Amnesia Scanner is a Berlin-based electronic music duo created by Finnish-born Ville Haimala and Martti Kalliala, currently signed to the German experimental electronic music label PAN.

==Career==
Following the release of a live album in 2014, they released their debut physical EP AS as a vinyl exclusive in 2016. They have also collaborated with Holly Herndon and Mykki Blanco. The duo had a previous project called Renaissance Man.
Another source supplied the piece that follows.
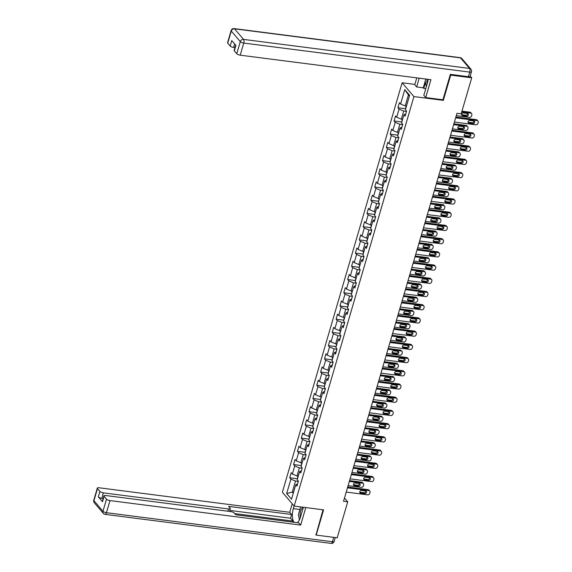<?xml version="1.0" encoding="UTF-8"?>
<svg xmlns="http://www.w3.org/2000/svg" width="572" height="572" viewBox="0 0 572 572"><rect width="100%" height="100%" fill="white"/><g stroke="black" fill="none" stroke-linecap="round" stroke-linejoin="round"><path stroke-width="0.86" d="M402.123 82.768L282.375 492.256L294.18 506.077L413.921 96.589L402.123 82.768L414.857 84.406M297.569 483.876L295.731 484.813L296.897 486.171L298.384 481.095L297.218 479.729L299.592 471.593L300.758 472.958L302.245 467.875L301.079 466.516L303.46 458.379L304.626 459.745L306.106 454.661L304.947 453.296L307.321 445.166L308.487 446.532L309.974 441.448L308.808 440.082L311.189 431.953L312.355 433.311L313.835 428.235L312.677 426.869L315.05 418.74L316.216 420.098L317.703 415.015L316.538 413.656L318.919 405.519L320.077 406.885L321.564 401.801L320.399 400.436L322.78 392.306L323.945 393.672L325.432 388.588L324.267 387.223L326.648 379.093L327.806 380.452L329.293 375.375L328.128 374.009L330.509 365.88L331.674 367.238L333.161 362.155L331.996 360.796L334.37 352.659L335.535 354.025L337.022 348.941L335.857 347.576L338.238 339.446L339.403 340.812L340.891 335.728L339.725 334.363L342.099 326.233L343.264 327.599L344.752 322.515L343.586 321.149L345.967 313.02L347.132 314.378L348.62 309.295L347.454 307.936L349.828 299.8L350.993 301.165L352.481 296.082L351.315 294.723L353.696 286.586L354.862 287.952L356.342 282.868L355.183 281.503L357.557 273.373L358.723 274.739L360.21 269.655L359.044 268.289L361.425 260.16L362.591 261.518L364.071 256.442L362.913 255.076L365.286 246.94L366.452 248.305L367.939 243.222L366.774 241.863L369.154 233.726L370.313 235.092L371.8 230.008L370.635 228.643L373.016 220.513L374.181 221.879L375.668 216.795L374.503 215.429L376.884 207.3L378.042 208.658L379.529 203.582L378.364 202.216L380.745 194.087L381.91 195.445L383.397 190.362L382.232 189.003L384.606 180.866L385.771 182.232L387.258 177.148L386.093 175.783L388.474 167.653L389.639 169.019L391.126 163.935L389.961 162.57L392.335 154.44L393.5 155.798L394.987 150.722L393.822 149.356L396.203 141.227L397.368 142.585L398.856 137.502L397.69 136.143L400.064 128.006L401.229 129.372L402.717 124.288L401.551 122.923L403.932 114.793L405.098 116.159L406.578 111.075L405.419 109.71L409.631 95.309L404.783 89.632L408.422 94.945L405.205 105.963L406.463 106.12M295.731 484.813L291.52 499.213L286.672 493.536L290.883 479.136L289.718 477.77L297.34 478.75M404.783 89.632L400.572 104.032L399.406 102.674L397.919 107.75L399.084 109.116L396.703 117.246L395.538 115.887L394.051 120.971L395.216 122.329L392.842 130.466L391.677 129.1L390.19 134.184L391.355 135.55L388.974 143.679L387.809 142.314L386.329 147.397L387.487 148.763L385.113 156.892L383.948 155.527L382.461 160.61L383.626 161.976L381.245 170.106L380.08 168.747L378.6 173.831L379.758 175.189L377.384 183.326L376.219 181.96L374.731 187.044L375.897 188.403L373.516 196.539L372.358 195.174L370.87 200.257L372.029 201.623L369.655 209.752L368.49 208.387L367.002 213.47L368.168 214.836L365.787 222.966L364.629 221.607L363.141 226.691L364.307 228.049L361.926 236.186L360.76 234.82L359.273 239.904L360.439 241.262L358.065 249.399L356.899 248.033L355.412 253.117L356.578 254.483L354.197 262.612L353.031 261.247L351.544 266.33L352.709 267.696L350.336 275.826L349.17 274.467L347.683 279.544L348.848 280.909L346.468 289.046L345.302 287.68L343.815 292.764L344.98 294.122L342.607 302.259L341.441 300.893L339.954 305.977L341.119 307.343L338.738 315.472L337.573 314.107L336.093 319.19L337.251 320.556L334.877 328.685L333.712 327.327L332.225 332.403L333.39 333.769L331.009 341.899L329.844 340.54L328.364 345.624L329.522 346.982L327.148 355.119L325.983 353.753L324.496 358.837L325.661 360.203L323.28 368.332L322.122 366.967L320.635 372.05L321.793 373.416L319.419 381.545L318.254 380.18L316.766 385.263L317.932 386.629L315.551 394.759L314.393 393.4L312.905 398.484L314.071 399.842L311.69 407.979L310.524 406.613L309.037 411.697L310.203 413.055L307.829 421.192L306.663 419.827L305.176 424.91L306.342 426.276L303.961 434.405L302.795 433.04L301.308 438.123L302.474 439.489L300.1 447.619L298.934 446.26L297.447 451.344L298.613 452.702L296.232 460.839L295.066 459.473L293.579 464.557L294.744 465.915L292.371 474.052L291.205 472.687L289.718 477.77M442.807 99.764L443.321 100.365L450.707 75.125L471.707 77.821L461.175 113.821L456.978 113.285L343.529 501.258L347.726 501.801L344.48 497.998M298.269 476.14L297.004 475.976L299.385 467.846L302.152 468.203M301.43 470.663L299.592 471.593M292.371 474.052L297.004 475.976M294.744 465.915L299.385 467.846M302.13 462.927L300.872 462.762L303.246 454.633L306.013 454.983M305.298 457.443L303.46 458.379M296.232 460.839L300.872 462.762M298.613 452.702L303.246 454.633M305.991 449.706L304.733 449.549L307.114 441.412L309.881 441.77M309.159 444.229L307.321 445.166M300.1 447.619L304.733 449.549M302.474 439.489L307.114 441.412M309.86 436.493L308.594 436.329L310.975 428.199L313.742 428.557M313.027 431.016L311.189 431.953M303.961 434.405L308.594 436.329M306.342 426.276L310.975 428.199M313.721 423.28L312.462 423.116L314.836 414.986L317.61 415.343M316.888 417.803L315.05 418.74M307.829 421.192L312.462 423.116M310.203 413.055L314.836 414.986M317.589 410.067L316.323 409.902L318.704 401.773L321.471 402.123M320.749 404.583L318.919 405.519M311.69 407.979L316.323 409.902M314.071 399.842L318.704 401.773M321.45 396.846L320.191 396.689L322.565 388.552L325.339 388.91M324.617 391.37L322.78 392.306M315.551 394.759L320.191 396.689M317.932 386.629L322.565 388.552M325.318 383.633L324.052 383.476L326.433 375.339L329.2 375.697M328.478 378.156L326.648 379.093M319.419 381.545L324.052 383.476M321.793 373.416L326.433 375.339M329.179 370.42L327.92 370.256L330.294 362.126L333.061 362.484M332.346 364.943L330.509 365.88M323.28 368.332L327.92 370.256M325.661 360.203L330.294 362.126M333.047 357.207L331.781 357.042L334.162 348.913L336.929 349.263M336.207 351.723L334.37 352.659M327.148 355.119L331.781 357.042M329.522 346.982L334.162 348.913M336.908 343.986L335.65 343.829L338.023 335.692L340.79 336.05M340.075 338.51L338.238 339.446M331.009 341.899L335.65 343.829M333.39 333.769L338.023 335.692M340.776 330.773L339.511 330.616L341.892 322.479L344.659 322.837M343.936 325.296L342.099 326.233M334.877 328.685L339.511 330.616M337.251 320.556L341.892 322.479M344.637 317.56L343.379 317.396L345.753 309.266L348.52 309.624M347.805 312.083L345.967 313.02M338.738 315.472L343.379 317.396M341.119 307.343L345.753 309.266M348.505 304.347L347.24 304.182L349.621 296.053L352.388 296.403M351.666 298.87L349.828 299.8M342.607 302.259L347.24 304.182M344.98 294.122L349.621 296.053M352.366 291.134L351.108 290.969L353.482 282.833L356.249 283.19M355.534 285.65L353.696 286.586M346.468 289.046L351.108 290.969M348.848 280.909L353.482 282.833M356.227 277.913L354.969 277.756L357.35 269.619L360.117 269.977M359.395 272.436L357.557 273.373M350.336 275.826L354.969 277.756M352.709 267.696L357.35 269.619M360.095 264.7L358.83 264.536L361.211 256.406L363.978 256.764M363.263 259.223L361.425 260.16M354.197 262.612L358.83 264.536M356.578 254.483L361.211 256.406M363.956 251.487L362.698 251.322L365.072 243.193L367.846 243.55M367.124 246.01L365.286 246.94M358.065 249.399L362.698 251.322M360.439 241.262L365.072 243.193M367.825 238.274L366.559 238.109L368.94 229.98L371.707 230.33M370.985 232.79L369.154 233.726M361.926 236.186L366.559 238.109M364.307 228.049L368.94 229.98M371.686 225.053L370.427 224.896L372.801 216.759L375.575 217.117M374.853 219.577L373.016 220.513M365.787 222.966L370.427 224.896M368.168 214.836L372.801 216.759M375.554 211.84L374.288 211.676L376.669 203.546L379.436 203.904M378.714 206.363L376.884 207.3M369.655 209.752L374.288 211.676M372.029 201.623L376.669 203.546M379.415 198.627L378.156 198.463L380.53 190.333L383.297 190.69M382.582 193.15L380.745 194.087M373.516 196.539L378.156 198.463M375.897 188.403L380.53 190.333M383.283 185.414L382.017 185.249L384.398 177.12L387.165 177.47M386.443 179.93L384.606 180.866M377.384 183.326L382.017 185.249M379.758 175.189L384.398 177.12M387.144 172.193L385.886 172.036L388.259 163.899L391.026 164.257M390.311 166.717L388.474 167.653M381.245 170.106L385.886 172.036M383.626 161.976L388.259 163.899M391.012 158.98L389.747 158.823L392.127 150.686L394.894 151.044M394.172 153.503L392.335 154.44M385.113 156.892L389.747 158.823M387.487 148.763L392.127 150.686M394.873 145.767L393.615 145.603L395.988 137.473L398.756 137.831M398.041 140.29L396.203 141.227M388.974 143.679L393.615 145.603M391.355 135.55L395.988 137.473M398.741 132.554L397.476 132.389L399.857 124.26L402.624 124.61M401.901 127.07L400.064 128.006M392.842 130.466L397.476 132.389M395.216 122.329L399.857 124.26M402.602 119.341L401.344 119.176L403.718 111.04L406.485 111.397M405.77 113.857L403.932 114.793M396.703 117.246L401.344 119.176M399.084 109.116L403.718 111.04M400.572 104.032L405.205 105.963M450.707 75.125L450.271 74.617M471.707 77.821L470.22 76.076M315.765 534.598L316.194 535.099L337.201 537.802L347.726 501.801M316.194 535.099L323.58 509.859L294.18 506.077M443.321 100.365L413.921 96.589M409.402 96.089L408.422 94.945M293.558 492.235L292.299 492.07L293.272 493.214M298.284 481.417L295.517 481.059L292.299 492.07L286.672 493.536M290.883 479.136L295.517 481.059M397.919 107.75L405.541 108.73M394.051 120.971L401.673 121.95M390.19 134.184L397.812 135.164M386.329 147.397L393.944 148.377M382.461 160.61L390.083 161.59M378.6 173.831L386.214 174.81M374.731 187.044L382.353 188.024M370.87 200.257L378.492 201.237M367.002 213.47L374.624 214.45M363.141 226.691L370.763 227.67M359.273 239.904L366.895 240.883M355.412 253.117L363.034 254.097M351.544 266.33L359.166 267.31M347.683 279.544L355.305 280.523M343.815 292.764L351.437 293.743M339.954 305.977L347.576 306.957M336.093 319.19L343.708 320.17M332.225 332.403L339.847 333.383M328.364 345.624L335.978 346.603M324.496 358.837L332.118 359.817M320.635 372.05L328.257 373.03M316.766 385.263L324.388 386.243M312.905 398.484L320.527 399.463M309.037 411.697L316.659 412.677M305.176 424.91L312.798 425.89M301.308 438.123L308.93 439.103M297.447 451.344L305.069 452.323M293.579 464.557L301.201 465.536M455.648 117.825L477.041 120.57A1.866 1.587 139.5 0 1 478.221 122.48L477.977 123.33A1.866 1.587 139.5 0 1 475.797 124.803L454.411 122.058M477.956 121.057L477.162 120.12A1.866 1.587 -40.5 0 0 476.24 119.634L455.884 117.024M473.788 120.942A1.494 1.266 -40.5 0 1 473.001 123.652L468.968 123.137A1.494 1.266 -40.5 0 1 469.755 120.427L473.788 120.942M473.988 120.985A1.494 1.266 -40.5 0 1 472.2 122.723L468.168 122.201A1.494 1.266 -40.5 0 1 467.967 122.165M461.726 111.955L470.656 113.099A1.866 1.587 139.5 0 1 471.843 115.008L471.593 115.859A1.866 1.587 139.5 0 1 469.419 117.339L456.284 115.651M461.962 111.154L469.862 112.169A1.866 1.587 -40.5 0 1 470.785 112.648L471.578 113.585M406.056 106.07L405.612 109.037M461.59 114.693A1.494 1.266 139.5 0 0 461.79 114.736L465.822 115.251A1.494 1.266 139.5 0 0 467.61 113.513M467.41 113.478L463.377 112.956A1.494 1.266 139.5 0 0 462.584 115.666L466.616 116.188A1.494 1.266 139.5 0 0 467.41 113.478M426.376 86.608L425.218 80.952L425.782 79.029M427.084 79.193A6.056 2.531 -82.7 0 0 427.198 83.798M303.274 507.578A6.056 2.531 -82.7 0 0 301.723 508.737A6.056 2.531 -82.7 0 0 300.364 517.51M299.442 519.834L298.391 514.671L300.665 506.914M425.775 88.66L423.788 88.403L423.273 87.809L416.638 86.958L414.757 84.749L416.766 77.871M416.638 86.958L419.204 78.185M468.411 76.684L469.748 72.108A2.796 0.901 16.3 0 0 471.471 71.772L470.134 76.348A2.796 0.901 -163.7 0 1 468.411 76.684L450.35 74.36L442.921 99.778L425.697 97.562L423.816 95.36L427.334 83.333A10.489 4.376 -82.7 0 0 428.128 79.329M425.697 97.562L430.923 79.687L240.233 55.177A2.796 0.901 -163.7 0 1 236.758 53.732L234.334 50.894A2.796 0.901 -163.7 0 1 234.17 50.436L235.693 45.209M234.642 43.98L233.633 47.447A2.796 0.901 -163.7 0 1 230.151 46.003L227.727 43.165A2.796 0.901 -163.7 0 1 227.57 42.7L231.109 30.588A2.796 0.901 16.3 0 0 231.274 31.052L227.727 43.165M234.334 50.894L235.921 45.474L231.739 40.583L230.151 46.003M233.633 47.447L234.992 47.619M423.273 87.809L425.246 81.074M425.525 82.454L423.788 88.403M303.367 507.257L300.507 517.052A10.489 4.376 -82.7 0 1 297.297 522.701M299.907 509.495L293.329 508.644A10.489 4.376 -82.7 0 0 294.051 522.286M293.329 508.644L294.101 505.991M292.22 503.789L289.739 512.29L291.62 514.493L228.614 506.392L230.116 508.151A2.796 0.901 16.3 0 1 230.28 508.608A2.796 0.901 16.3 0 1 228.55 508.944L103.382 492.857L101.802 498.276A2.796 0.901 -163.7 0 1 98.32 496.832L102.502 501.723A2.796 0.901 -163.7 0 1 102.338 501.265L103.925 495.845A2.796 0.901 16.3 0 0 104.09 496.303L106.514 499.142A2.796 0.901 16.3 0 0 109.988 500.586L106.442 512.698L332.418 541.748L333.705 537.351M292.685 522.107L292.986 521.092L290.526 518.218L291.62 514.493M103.925 495.845A2.796 0.901 16.3 0 1 105.648 495.509L230.816 511.597A2.796 0.901 16.3 0 1 234.291 513.041L235.793 514.793L298.791 522.894L300.679 525.096L109.988 500.586M305.798 507.571L300.679 525.096M289.739 512.29L99.049 487.773A2.796 0.901 16.3 0 0 97.319 488.109A2.796 0.901 16.3 0 0 97.483 488.574L99.907 491.412A2.796 0.901 16.3 0 0 103.382 492.857M316.023 534.891L323.023 509.788M292.986 521.092L234.777 513.613M103.16 498.455L101.802 498.276M290.526 518.218L229.751 510.403M299.092 518.096A10.489 4.376 -82.7 0 0 299.37 519.984M451.787 131.038L473.173 133.784A1.866 1.587 139.5 0 1 474.36 135.693L474.109 136.544A1.866 1.587 139.5 0 1 471.936 138.024L450.55 135.271M474.095 134.27L473.301 133.333A1.866 1.587 -40.5 0 0 472.379 132.854L452.023 130.237M469.927 134.163A1.494 1.266 -40.5 0 1 469.133 136.872L465.1 136.35A1.494 1.266 -40.5 0 1 465.894 133.641L469.927 134.163M470.12 134.198A1.494 1.266 -40.5 0 1 468.339 135.936L464.307 135.421A1.494 1.266 -40.5 0 1 464.106 135.378M447.926 144.251L469.312 147.004A1.866 1.587 139.5 0 1 470.491 148.913L470.248 149.757A1.866 1.587 139.5 0 1 468.068 151.237L446.682 148.484M470.234 147.483L469.433 146.554A1.866 1.587 -40.5 0 0 468.511 146.067L448.155 143.45M466.058 147.376A1.494 1.266 -40.5 0 1 465.272 150.086L461.239 149.564A1.494 1.266 -40.5 0 1 462.033 146.854L466.058 147.376M466.259 147.419A1.494 1.266 -40.5 0 1 464.471 149.149L460.439 148.634A1.494 1.266 -40.5 0 1 460.245 148.591M453.66 124.624L466.795 126.312A1.866 1.587 139.5 0 1 467.982 128.228L467.732 129.072A1.866 1.587 139.5 0 1 465.558 130.552L452.423 128.864M453.896 123.824L465.994 125.382A1.866 1.587 -40.5 0 1 466.916 125.869L467.717 126.798M402.195 119.283L401.751 122.251M457.729 127.906A1.494 1.266 139.5 0 0 457.922 127.949L461.954 128.464A1.494 1.266 139.5 0 0 463.742 126.734M463.549 126.691L459.516 126.169A1.494 1.266 139.5 0 0 458.723 128.879L462.755 129.401A1.494 1.266 139.5 0 0 463.549 126.691M449.799 137.845L462.927 139.532A1.866 1.587 139.5 0 1 464.114 141.441L463.863 142.285A1.866 1.587 139.5 0 1 461.69 143.765L448.555 142.078M450.028 137.044L462.133 138.596A1.866 1.587 -40.5 0 1 463.055 139.082L463.849 140.011M398.327 132.497L397.883 135.471M453.861 141.12A1.494 1.266 139.5 0 0 454.061 141.162L458.093 141.684A1.494 1.266 139.5 0 0 459.881 139.947M459.681 139.904L455.648 139.382A1.494 1.266 139.5 0 0 454.854 142.099L458.887 142.614A1.494 1.266 139.5 0 0 459.681 139.904M444.058 157.464L465.444 160.217A1.866 1.587 139.5 0 1 466.63 162.126L466.38 162.97A1.866 1.587 139.5 0 1 464.207 164.45L442.821 161.704M466.366 160.696L465.572 159.767A1.866 1.587 -40.5 0 0 464.65 159.281L444.294 156.664M462.197 160.589A1.494 1.266 -40.5 0 1 461.404 163.299L457.371 162.784A1.494 1.266 -40.5 0 1 458.165 160.074L462.197 160.589M462.398 160.632A1.494 1.266 -40.5 0 1 460.61 162.369L456.578 161.847A1.494 1.266 -40.5 0 1 456.377 161.804M440.197 170.678L461.583 173.43A1.866 1.587 139.5 0 1 462.762 175.339L462.519 176.19A1.866 1.587 139.5 0 1 460.338 177.663L438.953 174.918M462.505 173.917L461.704 172.98A1.866 1.587 -40.5 0 0 460.782 172.494L440.426 169.877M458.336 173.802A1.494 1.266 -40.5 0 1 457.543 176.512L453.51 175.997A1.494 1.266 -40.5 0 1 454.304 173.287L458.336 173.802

The duo's debut album, Another Life, was released in 2018. Another studio album, Tearless, was released in 2020.

==Discography==
===Studio albums===
- Another Life (2018)
- Tearless (2020)
- Strobe.rip (2023) (with Freeka Tet)
- HOAX (2024) (with Freeka Tet)

===EPs===
- Angels Rig Hook (2015)
- AS (2016)

===Mixtapes===
- Cyber Monday (2015)
- LEXACHAST (2016) (with Bill Kouligas, reworked and released as an album in 2019)
- AS Truth (2017)

=== Live albums ===

- AS Live [][][][][] (2014)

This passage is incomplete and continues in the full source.